What a Doctor Wants You to Know
Whether you think you might have ulcerative colitis (UC), you’ve just been diagnosed, or you’ve lived with it for years, there’s a lot to learn about this condition. We spoke with Sarah Streett, MD, clinical director of inflammatory bowel disease at Stanford University, to find out what a doctor who treats this disease every day wants you to know.
Track Your Symptoms if You Think You Have UC
Ulcerative colitis may start slowly with mild symptoms and gradually get worse. Most early signs are related to bowel movements and can involve frequent, bloody stools. The most common UC symptoms include:
- Bloody stool
- Urgent need to go to the bathroom
- Having to go to the bathroom more often
- Belly pain and cramps
You might also lose weight. Keep track of your symptoms, and let your doctor know how often you have them. They might suggest blood or stool tests, a colonoscopy, or other tests to make a diagnosis.
Finding the Right Medication Can Take Time
Ulcerative colitis is a chronic disease, so you’ll need to take medicine long-term in order to treat it. But finding the drug that works for you might take a while.
“People are unique in the severity and extent of their colitis, as well as what treatments work best for them,” Streett says.
Medicine is important to ease symptoms and to protect your colon from damage that can result from ongoing inflammation.
It’s understandable to worry about the risks of medications, but you should compare them to the known risks of chronic untreated UC. It can lead to scarring and a higher risk of colon cancer. “Effective treatment markedly lowers these risks,” Streett says.
Lifestyle Changes Are Key
In addition to taking your meds, you’ll also need to make simple changes to your daily habits.
“Taking care of yourself as a whole person, mind and body, is essential,” says Streett, who’s also a spokesperson for the American Gastroenterological Association. Try to:
Don’t Skip Doctor Visits, Even if You Feel OK
Seeing your inflammatory bowel disease (IBD) care team regularly is key, even when you’re feeling well and symptom-free, Streett says. It’s a time to make sure you’re doing all you can to keep your UC in remission and your overall health as good as it can be.
Your doctor and other members of your health care team will make sure your medicines are working well and that you’re up to date on any vaccinations, exams, and tests you might need.
You Can Live a Normal Life
When you’re worried about urgent trips to the bathroom and diarrhea, you might think you’ll never feel OK again. But you can control flare-ups and you can feel better.
The goal for the treatment to find an effective therapy so UC doesn’t stand in the way of you reaching your life goals, Streett says. This requires a strong partnership between you and your IBD care team.

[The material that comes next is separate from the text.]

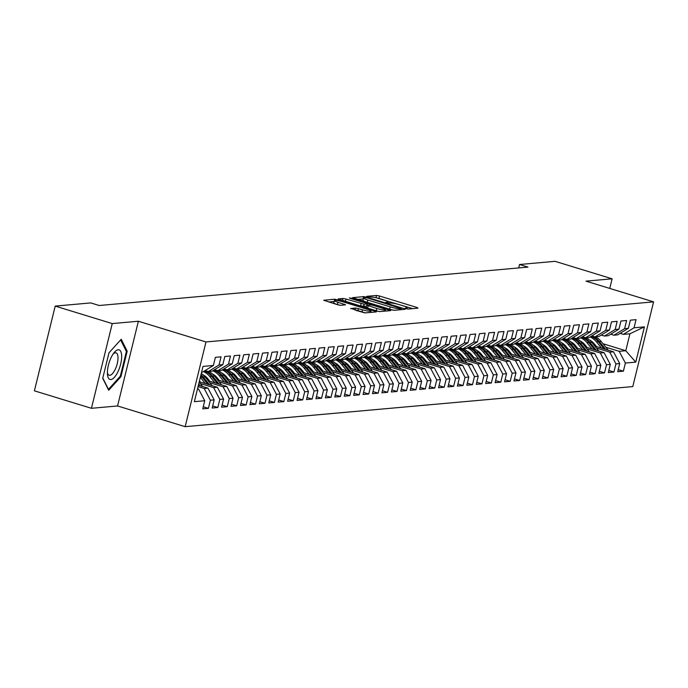 <?xml version="1.0" encoding="UTF-8"?>
<svg xmlns="http://www.w3.org/2000/svg" width="688" height="688" viewBox="0 0 688 688"><rect width="100%" height="100%" fill="white"/><g stroke="black" fill="none" stroke-linecap="round" stroke-linejoin="round"><path stroke-width="1.03" d="M406.066 308.663L408.165 309.05L418.003 308.164L416.859 307.45L379.527 296.012L376.534 295.462L366.695 296.339L370.866 297.113A7.482 1.041 13.8 0 1 380.464 298.884L383.577 299.839A7.482 1.041 13.8 0 1 387.877 301.886A7.482 1.041 13.8 0 1 387.249 302.135L385.839 302.307L386.785 302.754L390.156 303.03A7.482 1.041 13.8 0 1 399.754 304.793L402.867 305.747A7.482 1.041 13.8 0 1 407.167 307.794A7.482 1.041 13.8 0 1 406.539 308.043L405.129 308.215L406.066 308.663M350.751 308.405L365.371 312.885L376.302 311.905L375.149 311.182L334.824 299.194L323.704 300.252L337.696 304.767L340.698 305.317L345.565 304.827L337.954 302.264A6.252 0.869 13.8 0 1 334.359 300.553A6.252 0.869 13.8 0 1 342.908 301.817L367.478 309.351A6.252 0.869 13.8 0 1 371.073 311.062A6.252 0.869 13.8 0 1 362.524 309.789L355.429 307.983L350.699 308.637M112.247 323.584L91.444 408.302L117.562 405.963L138.374 321.244L112.247 323.584L55.212 306.1L90.764 302.918L99.218 305.506L527.971 267.099L519.526 264.51L518.683 267.933M138.374 321.244L205.979 341.953L653.6 301.86L632.788 386.579L185.167 426.672L205.979 341.953M609.757 288.427L612.122 278.803L585.995 281.143L653.6 301.86M612.122 278.803L555.078 261.328L519.526 264.51M391.162 309.746L394.164 310.305L405.086 309.325L403.942 308.602L366.618 297.173L363.617 296.614L352.497 297.672L391.162 309.746M390.689 310.615L379.767 311.595L376.766 311.036L338.1 298.962L342.968 298.463L345.969 299.022L364.107 304.208L367.409 303.855L366.059 303.21L350.304 298.386L349.358 297.938L351.594 298.265L390.689 310.615M603.032 343.751L625.779 350.717L629.941 333.775L644.415 326.86L634.035 327.798L636.039 319.662L630.38 320.169L628.376 328.296L624.609 328.64L626.605 320.513L620.946 321.021L618.951 329.148L615.175 329.483L617.17 321.356L611.512 321.864L609.516 329.991L605.741 330.326L607.745 322.199L602.086 322.706L600.082 330.833L596.315 331.177L598.311 323.042L592.652 323.549L590.657 331.676L586.881 332.02L588.876 323.893L583.218 324.401L581.222 332.528L577.447 332.863L579.442 324.736L573.783 325.243L571.788 333.37L568.021 333.706L570.017 325.579L564.358 326.086L562.363 334.213L558.587 334.549L560.582 326.422L554.924 326.929L552.928 335.056L549.153 335.4L551.148 327.273L545.489 327.772L543.494 335.907L539.727 336.243L541.723 328.116L536.064 328.623L534.069 336.75L530.293 337.086L532.288 328.959L526.63 329.466L524.634 337.593L520.859 337.928L522.854 329.801L517.195 330.309L515.2 338.436L511.425 338.78L513.429 330.644L507.77 331.152L505.766 339.287L501.999 339.623L503.994 331.496L498.336 332.003L496.34 340.13L492.565 340.465L494.56 332.338L488.901 332.846L486.906 340.973L483.131 341.308L485.135 333.181L479.476 333.689L477.472 341.816L473.705 342.16L475.7 334.024L470.042 334.531L468.046 342.667L464.271 343.002L466.266 334.875L460.607 335.383L458.612 343.51L454.837 343.845L456.832 335.718L451.173 336.226L449.178 344.353L445.411 344.688L447.406 336.561L441.748 337.068L439.752 345.195L435.977 345.539L437.972 337.404L432.313 337.911L430.318 346.047L426.543 346.382L428.538 338.255L422.879 338.763L420.884 346.89L417.117 347.225L419.112 339.098L413.454 339.605L411.458 347.732L407.683 348.068L409.678 339.941L404.019 340.448L402.024 348.575L398.249 348.919L400.244 340.784L394.585 341.291L392.59 349.418L388.815 349.762L390.818 341.635L385.16 342.142L383.156 350.269L379.389 350.605L381.384 342.478L375.725 342.985L373.73 351.112L369.955 351.448L371.95 343.321L366.291 343.828L364.296 351.955L360.521 352.29L362.524 344.163L356.866 344.671L354.862 352.798L351.095 353.142L353.09 345.015L347.431 345.514L345.436 353.649L341.661 353.985L343.656 345.858L337.997 346.365L336.002 354.492L332.227 354.827L334.222 346.7L328.563 347.208L326.568 355.335L322.801 355.67L324.796 347.543L319.137 348.051L317.142 356.178L313.367 356.522L315.362 348.386L309.703 348.893L307.708 357.029L303.933 357.364L305.928 349.237L300.269 349.745L298.274 357.872L294.507 358.207L296.502 350.08L290.843 350.588L288.848 358.715L285.073 359.05L287.068 350.923L281.409 351.43L279.414 359.557L275.639 359.901L277.634 351.766L271.975 352.273L269.98 360.409L266.204 360.744L268.208 352.617L262.549 353.125L260.546 361.252L256.779 361.587L258.774 353.46L253.115 353.967L251.12 362.094L247.345 362.43L249.34 354.303L243.681 354.81L241.686 362.937L237.91 363.281L239.914 355.146L234.255 355.653L232.252 363.789L228.485 364.124L230.48 355.997L224.821 356.504L222.826 364.631L219.051 364.967L221.046 356.84L215.387 357.347L213.392 365.474L202.693 372.045L201.61 372.139M644.415 326.86L635.755 362.129L625.375 363.058L619.174 351.31L605.853 347.225M618.237 369.611L623.38 371.185L625.375 363.058M623.38 371.185L617.721 371.692L619.716 363.565L615.949 363.9L609.749 352.153L596.419 348.068M608.803 370.454L613.945 372.027L615.949 363.9M613.945 372.027L608.287 372.535L610.29 364.408L606.515 364.743L600.314 352.996L586.993 348.919M599.368 371.296L604.52 372.87L606.515 364.743M604.52 372.87L598.861 373.378L600.856 365.251L597.081 365.586L590.88 353.838L577.559 349.762M589.943 372.139L595.086 373.722L597.081 365.586M595.086 373.722L589.427 374.229L591.422 366.093L587.655 366.437L581.455 354.69L568.125 350.605M580.509 372.991L585.651 374.564L587.655 366.437M585.651 374.564L579.993 375.072L581.996 366.945L578.221 367.28L572.02 355.533L558.699 351.448M571.074 373.833L576.226 375.407L578.221 367.28M576.226 375.407L570.567 375.915L572.562 367.788L568.787 368.123L562.586 356.375L549.265 352.29M561.649 374.676L566.792 376.25L568.787 368.123M566.792 376.25L561.133 376.757L563.128 368.63L559.353 368.966L553.152 357.218L539.831 353.142M552.215 375.519L557.357 377.101L559.353 368.966M557.357 377.101L551.699 377.609L553.694 369.473L549.927 369.817L543.726 358.07L530.405 353.985M542.78 376.362L547.932 377.944L549.927 369.817M547.932 377.944L542.273 378.452L544.268 370.325L540.493 370.66L534.292 358.912L520.971 354.827M533.346 377.213L538.498 378.787L540.493 370.66M538.498 378.787L532.839 379.294L534.834 371.167L531.059 371.503L524.858 359.755L511.537 355.67M523.921 378.056L529.063 379.63L531.059 371.503M529.063 379.63L523.405 380.137L525.4 372.01L521.633 372.346L515.432 360.598L502.102 356.522M514.486 378.899L519.638 380.481L521.633 372.346M519.638 380.481L513.979 380.989L515.974 372.853L512.199 373.197L505.998 361.449L492.677 357.364M505.052 379.742L510.204 381.324L512.199 373.197M510.204 381.324L504.545 381.831L506.54 373.704L502.765 374.04L496.564 362.292L483.243 358.207M495.627 380.593L500.769 382.167L502.765 374.04M500.769 382.167L495.111 382.674L497.106 374.547L493.339 374.883L487.138 363.135L473.808 359.05M486.192 381.436L491.344 383.01L493.339 374.883M491.344 383.01L485.676 383.517L487.68 375.39L483.905 375.725L477.704 363.978L464.383 359.901M476.758 382.279L481.91 383.861L483.905 375.725M481.91 383.861L476.251 384.36L478.246 376.233L474.471 376.577L468.27 364.829L454.949 360.744M467.333 383.121L472.475 384.704L474.471 376.577M472.475 384.704L466.817 385.211L468.812 377.084L465.045 377.42L458.844 365.672L445.514 361.587M457.898 383.973L463.041 385.547L465.045 377.42M463.041 385.547L457.382 386.054L459.386 377.927L455.611 378.262L449.41 366.515L436.089 362.43M448.464 384.816L453.616 386.389L455.611 378.262M453.616 386.389L447.957 386.897L449.952 378.77L446.177 379.105L439.976 367.358L426.655 363.281M439.039 385.658L444.181 387.232L446.177 379.105M444.181 387.232L438.523 387.74L440.518 379.613L436.751 379.957L430.542 368.2L417.22 364.124M429.604 386.501L434.747 388.084L436.751 379.957M434.747 388.084L429.088 388.591L431.092 380.455L427.317 380.799L421.116 369.052L407.795 364.967M420.17 387.353L425.322 388.926L427.317 380.799M425.322 388.926L419.663 389.434L421.658 381.307L417.883 381.642L411.682 369.895L398.361 365.81M410.736 388.195L415.887 389.769L417.883 381.642M415.887 389.769L410.229 390.277L412.224 382.15L408.448 382.485L402.248 370.737L388.926 366.661M401.31 389.038L406.453 390.612L408.448 382.485M406.453 390.612L400.794 391.119L402.79 382.992L399.023 383.336L392.822 371.58L379.492 367.504M391.876 389.881L397.028 391.463L399.023 383.336M397.028 391.463L391.369 391.971L393.364 383.835L389.589 384.179L383.388 372.432L370.067 368.347M382.442 390.732L387.593 392.306L389.589 384.179M387.593 392.306L381.935 392.814L383.93 384.687L380.154 385.022L373.954 373.274L360.632 369.189M373.016 391.575L378.159 393.149L380.154 385.022M378.159 393.149L372.5 393.656L374.496 385.529L370.729 385.865L364.528 374.117L351.198 370.032M363.582 392.418L368.734 393.992L370.729 385.865M368.734 393.992L363.075 394.499L365.07 386.372L361.295 386.708L355.094 374.96L341.773 370.884M354.148 393.261L359.299 394.843L361.295 386.708M359.299 394.843L353.641 395.351L355.636 387.215L351.86 387.559L345.66 375.811L332.338 371.726M344.722 394.112L349.865 395.686L351.86 387.559M349.865 395.686L344.206 396.193L346.202 388.066L342.435 388.402L336.234 376.654L322.904 372.569M335.288 394.955L340.431 396.529L342.435 388.402M340.431 396.529L334.772 397.036L336.776 388.909L333.001 389.245L326.8 377.497L313.479 373.412M325.854 395.798L331.005 397.372L333.001 389.245M331.005 397.372L325.347 397.879L327.342 389.752L323.566 390.087L317.366 378.34L304.044 374.263M316.428 396.641L321.571 398.223L323.566 390.087M321.571 398.223L315.912 398.73L317.908 390.595L314.141 390.939L307.94 379.191L294.61 375.106M306.994 397.483L312.137 399.066L314.141 390.939M312.137 399.066L306.478 399.573L308.482 391.446L304.707 391.782L298.506 380.034L285.185 375.949M297.56 398.335L302.711 399.909L304.707 391.782M302.711 399.909L297.053 400.416L299.048 392.289L295.272 392.624L289.072 380.877L275.75 376.792M288.126 399.178L293.277 400.751L295.272 392.624M293.277 400.751L287.618 401.259L289.614 393.132L285.838 393.467L279.638 381.72L266.316 377.643M278.7 400.02L283.843 401.603L285.838 393.467M283.843 401.603L278.184 402.102L280.179 393.975L276.413 394.319L270.212 382.571L256.882 378.486M269.266 400.863L274.417 402.446L276.413 394.319M274.417 402.446L268.759 402.953L270.754 394.826L266.978 395.161L260.778 383.414L247.456 379.329M259.832 401.715L264.983 403.288L266.978 395.161M264.983 403.288L259.324 403.796L261.32 395.669L257.544 396.004L251.344 384.257L238.022 380.172M250.406 402.557L255.549 404.131L257.544 396.004M255.549 404.131L249.89 404.639L251.885 396.512L248.119 396.847L241.918 385.099L228.588 381.023M240.972 403.4L246.123 404.983L248.119 396.847M246.123 404.983L240.465 405.481L242.46 397.354L238.684 397.698L232.484 385.951L219.162 381.866M231.538 404.243L236.689 405.825L238.684 397.698M236.689 405.825L231.03 406.333L233.026 398.206L229.25 398.541L223.05 386.794L209.728 382.709M222.112 405.094L227.255 406.668L229.25 398.541M227.255 406.668L221.596 407.176L223.591 399.049L219.825 399.384L213.624 387.636L200.294 383.551M212.678 405.937L217.821 407.511L219.825 399.384M217.821 407.511L212.162 408.018L214.166 399.891L210.39 400.227L204.19 388.479L198.058 386.604M203.244 406.78L208.395 408.354L210.39 400.227M208.395 408.354L202.736 408.861L204.732 400.734L194.36 401.663L203.02 366.403L213.392 365.474M205.127 370.548L208.352 371.537L212.128 371.202L222.826 364.631M219.051 364.967L208.352 371.537M197.447 389.081L198.531 388.987L197.542 388.686M204.732 400.734L198.531 388.987M214.561 369.705L217.786 370.694L221.553 370.35L232.252 363.789M228.485 364.124L217.786 370.694M204.19 388.479L207.965 388.144L198.393 385.211M214.166 399.891L207.965 388.144M223.987 368.863L227.212 369.852L230.987 369.508L241.686 362.937M237.91 363.281L227.212 369.852M213.624 387.636L217.391 387.301L199.253 381.737M223.591 399.049L217.391 387.301M233.421 368.011L236.646 369L240.422 368.665L251.12 362.094M247.345 362.43L236.646 369M223.05 386.794L226.825 386.45L208.12 380.722M233.026 398.206L226.825 386.45M242.855 367.168L246.08 368.157L249.847 367.822L260.546 361.252M256.779 361.587L246.08 368.157M207.415 378.262L205.695 377.738M232.484 385.951L236.259 385.607L217.546 379.879M205.093 376.061L203.966 375.717M242.46 397.354L236.259 385.607M252.281 366.326L255.506 367.315L259.281 366.971L269.98 360.409M266.204 360.744L255.506 367.315M216.849 377.42L215.129 376.895M241.918 385.099L245.685 384.764L226.98 379.028M214.527 375.218L213.392 374.874M251.885 396.512L245.685 384.764M261.715 365.483L264.94 366.472L268.716 366.128L279.414 359.557M275.639 359.901L264.94 366.472M226.283 376.577L224.563 376.052M251.344 384.257L255.119 383.921L236.414 378.185M223.953 374.367L222.826 374.023M261.32 395.669L255.119 383.921M271.149 364.631L274.374 365.62L278.141 365.285L288.848 358.715M285.073 359.05L274.374 365.62M235.709 375.734L233.989 375.201M260.778 383.414L264.553 383.07L245.84 377.342M233.387 373.524L232.26 373.18M270.754 394.826L264.553 383.07M280.575 363.789L283.8 364.778L287.575 364.442L298.274 357.872M294.507 358.207L283.8 364.778M245.143 374.883L243.423 374.358M270.212 382.571L273.979 382.227L255.274 376.499M242.821 372.681L241.686 372.337M280.179 393.975L273.979 382.227M290.009 362.946L293.234 363.935L297.01 363.599L307.708 357.029M303.933 357.364L293.234 363.935M254.577 374.04L252.857 373.515M279.638 381.72L283.413 381.384L264.708 375.648M252.247 371.838L251.12 371.494M289.614 393.132L283.413 381.384M299.443 362.103L302.668 363.092L306.435 362.748L317.142 356.178M313.367 356.522L302.668 363.092M264.003 373.197L262.283 372.672M289.072 380.877L292.847 380.541L274.134 374.805M261.681 370.995L260.554 370.643M299.048 392.289L292.847 380.541M308.878 361.252L312.094 362.241L315.869 361.905L326.568 355.335M322.801 355.67L312.094 362.241M273.437 372.354L271.717 371.83M298.506 380.034L302.273 379.699L283.568 373.962M271.115 370.144L269.988 369.8M308.482 391.446L302.273 379.699M318.303 360.409L321.528 361.398L325.304 361.062L336.002 354.492M332.227 354.827L321.528 361.398M282.871 371.511L281.151 370.978M307.94 379.191L311.707 378.847L293.002 373.12M280.541 369.301L279.414 368.957M317.908 390.595L311.707 378.847M327.737 359.566L330.962 360.555L334.738 360.22L345.436 353.649M341.661 353.985L330.962 360.555M292.297 370.66L290.577 370.135M317.366 378.34L321.141 378.004L302.428 372.277M289.975 368.458L288.848 368.114M327.342 389.752L321.141 378.004M337.172 358.723L340.397 359.712L344.163 359.368L354.862 352.798M351.095 353.142L340.397 359.712M301.731 369.817L300.011 369.293M326.8 377.497L330.575 377.162L311.862 371.425M299.409 367.616L298.282 367.263M336.776 388.909L330.575 377.162M346.597 357.88L349.822 358.861L353.598 358.525L364.296 351.955M360.521 352.29L349.822 358.861M311.165 368.974L309.445 368.45M336.234 376.654L340.001 376.319L321.296 370.583M308.843 366.764L307.708 366.42M346.202 388.066L340.001 376.319M356.031 357.029L359.256 358.018L363.032 357.683L373.73 351.112M369.955 351.448L359.256 358.018M320.591 368.132L318.879 367.598M345.66 375.811L349.435 375.467L330.73 369.74M318.269 365.921L317.142 365.577M355.636 387.215L349.435 375.467M365.466 356.186L368.691 357.175L372.457 356.84L383.156 350.269M379.389 350.605L368.691 357.175M330.025 367.28L328.305 366.756M355.094 374.96L358.869 374.625L340.156 368.897M327.703 365.079L326.576 364.735M365.07 386.372L358.869 374.625M374.891 355.343L378.116 356.332L381.892 355.988L392.59 349.418M388.815 349.762L378.116 356.332M339.459 366.437L337.739 365.913M364.528 374.117L368.295 373.782L349.59 368.046M337.137 364.236L336.002 363.883M374.496 385.529L368.295 373.782M384.325 354.501L387.55 355.481L391.326 355.146L402.024 348.575M398.249 348.919L387.55 355.481M348.893 365.595L347.173 365.07M373.954 373.274L377.729 372.939L359.024 367.203M346.563 363.384L345.436 363.04M383.93 384.687L377.729 372.939M393.76 353.649L396.985 354.638L400.751 354.303L411.458 347.732M407.683 348.068L396.985 354.638M358.319 364.752L356.599 364.219M383.388 372.432L387.163 372.088L368.45 366.36M355.997 362.542L354.87 362.198M393.364 383.835L387.163 372.088M403.185 352.806L406.41 353.795L410.186 353.46L420.884 346.89M417.117 347.225L406.41 353.795M367.753 363.9L366.033 363.376M392.822 371.58L396.589 371.245L377.884 365.517M365.431 361.699L364.296 361.355M402.79 382.992L396.589 371.245M412.619 351.964L415.844 352.953L419.62 352.609L430.318 346.047M426.543 346.382L415.844 352.953M377.187 363.058L375.467 362.533M402.248 370.737L406.023 370.402L387.318 364.666M374.857 360.856L373.73 360.503M412.224 382.15L406.023 370.402M422.054 351.121L425.279 352.101L429.045 351.766L439.752 345.195M435.977 345.539L425.279 352.101M386.613 362.215L384.893 361.69M411.682 369.895L415.457 369.559L396.744 363.823M384.291 360.005L383.164 359.661M421.658 381.307L415.457 369.559M431.488 350.269L434.704 351.258L438.48 350.923L449.178 344.353M445.411 344.688L434.704 351.258M396.047 361.372L394.327 360.839M421.116 369.052L424.883 368.708L406.178 362.98M393.725 359.162L392.599 358.818M431.092 380.455L424.883 368.708M440.913 349.427L444.138 350.416L447.914 350.08L458.612 343.51M454.837 343.845L444.138 350.416M405.481 360.521L403.761 359.996M430.542 368.2L434.317 367.865L415.612 362.137M403.151 358.319L402.024 357.975M440.518 379.613L434.317 367.865M450.348 348.584L453.573 349.573L457.339 349.229L468.046 342.667M464.271 343.002L453.573 349.573M414.907 359.678L413.187 359.153M439.976 367.358L443.751 367.022L425.038 361.286M412.585 357.476L411.458 357.124M449.952 378.77L443.751 367.022M459.782 347.741L463.007 348.73L466.774 348.386L477.472 341.816M473.705 342.16L463.007 348.73M424.341 358.835L422.621 358.31M449.41 366.515L453.186 366.179L434.472 360.443M422.019 356.625L420.893 356.281M459.386 377.927L453.186 366.179M469.207 346.89L472.432 347.879L476.208 347.543L486.906 340.973M483.131 341.308L472.432 347.879M433.775 357.992L432.055 357.459M458.844 365.672L462.611 365.328L443.906 359.6M431.453 355.782L430.318 355.438M468.812 377.084L462.611 365.328M478.642 346.047L481.867 347.036L485.642 346.7L496.34 340.13M492.565 340.465L481.867 347.036M443.201 357.141L441.49 356.616M468.27 364.829L472.045 364.485L453.332 358.758M440.879 354.939L439.752 354.595M478.246 376.233L472.045 364.485M488.076 345.204L491.301 346.193L495.068 345.858L505.766 339.287M501.999 339.623L491.301 346.193M452.635 356.298L450.915 355.773M477.704 363.978L481.48 363.642L462.766 357.906M450.313 354.096L449.187 353.752M487.68 375.39L481.48 363.642M497.501 344.361L500.726 345.35L504.502 345.006L515.2 338.436M511.425 338.78L500.726 345.35M462.069 355.455L460.349 354.931M487.138 363.135L490.905 362.8L472.2 357.063M459.747 353.245L458.612 352.901M497.106 374.547L490.905 362.8M506.936 343.51L510.161 344.499L513.936 344.163L524.634 337.593M520.859 337.928L510.161 344.499M471.495 354.612L469.784 354.088M496.564 362.292L500.339 361.957L481.634 356.221M469.173 352.402L468.046 352.058M506.54 373.704L500.339 361.957M516.37 342.667L519.595 343.656L523.362 343.321L534.069 336.75M530.293 337.086L519.595 343.656M480.929 353.77L479.209 353.236M505.998 361.449L509.774 361.105L491.06 355.378M478.607 351.559L477.481 351.215M515.974 372.853L509.774 361.105M525.795 341.824L529.02 342.813L532.796 342.478L543.494 335.907M539.727 336.243L529.02 342.813M490.363 352.918L488.643 352.394M515.432 360.598L519.199 360.263L500.494 354.535M488.041 350.717L486.906 350.373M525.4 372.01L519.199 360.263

Ulcerative Colitis and Crohn’s Disease Aren’t the Same
Ulcerative colitis and Crohn’s disease have similar symptoms, and are both types of IBD. But they are different.
UC is more common than Crohn’s disease. It affects only the inner lining of your colon and rectum. Crohn’s can show up in any part of your GI tract or any part of the wall of the bowels. People with Crohn’s can have healthy areas of the intestine in between inflamed parts. But with UC, the whole colon is inflamed.
You Didn’t Cause Your UC
Doctors used to think diet and stress triggered UC. Now they believe they can make it worse, but they don’t cause it to start. So don’t blame yourself.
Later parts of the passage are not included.